We have React frontend app that calls SpringBoot app ( using Auth0 API) with the access token ( audience is backend API registered in the dashboard as API). We have a custom Action to add user.email to the access token instead of fetching this information from user_info on the backend. I’m using this “enhanced” access token to know which user is called the backend.
The action looks like this ( Auth0 dashboard)
exports.onExecutePostLogin = async (event, api) => {
// This rule adds the authenticated user's email address to the access token.

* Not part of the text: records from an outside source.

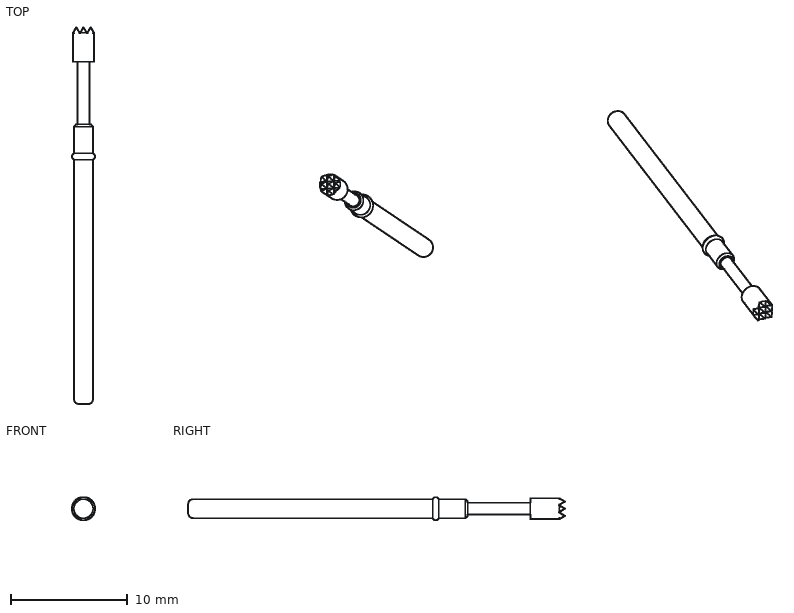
import cadquery as cq
import math

length = 32.3
head_diameter = 1.8
head_length = 2.97
shaft_diameter = 1.03
barrel_diameter = 1.65
mouth_diameter = 1.3
mouth_position = 8.33
mouth_chamfer_length = 0.2
bead_diameter = 2.0
bead_position = 11.08
bead_width = 0.52
end_fillet = 0.45

tooth_pitch = 0.6
tooth_depth = 0.52
teeth_per_row = 3

head_radius = head_diameter / 2
shaft_radius = shaft_diameter / 2
barrel_radius = barrel_diameter / 2
tip_y = length / 2
end_y = -length / 2
shoulder_y = tip_y - head_length
mouth_y = tip_y - mouth_position
bead_y = tip_y - bead_position


def revolved_body():
    """Head, shaft and barrel as one half-profile turned about the Y axis."""
    fillet_offset = end_fillet * math.sqrt(0.5)
    fillet_center_x = barrel_radius - end_fillet
    fillet_center_y = end_y + end_fillet
    return (
        cq.Workplane("XY")
        .moveTo(0, tip_y)
        .lineTo(head_radius, tip_y)
        .lineTo(head_radius, shoulder_y)
        .lineTo(shaft_radius, shoulder_y)
        .lineTo(shaft_radius, mouth_y)
        .lineTo(mouth_diameter / 2, mouth_y)
        .lineTo(barrel_radius, mouth_y - mouth_chamfer_length)
        .lineTo(barrel_radius, bead_y + bead_width / 2)
        .threePointArc((bead_diameter / 2, bead_y), (barrel_radius, bead_y - bead_width / 2))
        .lineTo(barrel_radius, fillet_center_y)
        .threePointArc(
            (fillet_center_x + fillet_offset, fillet_center_y - fillet_offset),
            (fillet_center_x, end_y),
        )
        .lineTo(0, end_y)
        .close()
        .revolve(360, (0, 0, 0), (0, 1, 0))
    )


def crown_grooves():
    """V-grooves along Z, side by side so that sharp ridges are left between them."""
    half_pitch = tooth_pitch / 2
    first_groove_x = -teeth_per_row * half_pitch
    grooves = cq.Workplane("XY")
    for index in range(teeth_per_row + 1):
        groove_x = first_groove_x + index * tooth_pitch
        groove = (
            cq.Workplane("XY")
            .moveTo(groove_x - half_pitch, tip_y)
            .lineTo(groove_x, tip_y - tooth_depth)
            .lineTo(groove_x + half_pitch, tip_y)
            .close()
            .extrude(head_radius, both=True)
        )
        grooves = grooves.add(groove)
    return grooves.combine()


result = revolved_body()
for turn in (0, 90):
    result = result.cut(crown_grooves().rotate((0, 0, 0), (0, 1, 0), turn))

if (event.authorization) {
const namespace = 'https://mynamespace.com';
api.accessToken.setCustomClaim(`${namespace}/email`, event.user.email);
api.accessToken.setCustomClaim(`${namespace}/email_verified`, event.user.email_verified);
}
};
On the backend side, I’m using this security configuration
@Override
public void configure(HttpSecurity http) throws Exception {
/*
This is where we configure the security required for our endpoints and setup our app to serve as
an OAuth2 Resource Server, using JWT validation.
*/
http.authorizeRequests()
.mvcMatchers("/api/public").permitAll()
.mvcMatchers("/api/private").authenticated()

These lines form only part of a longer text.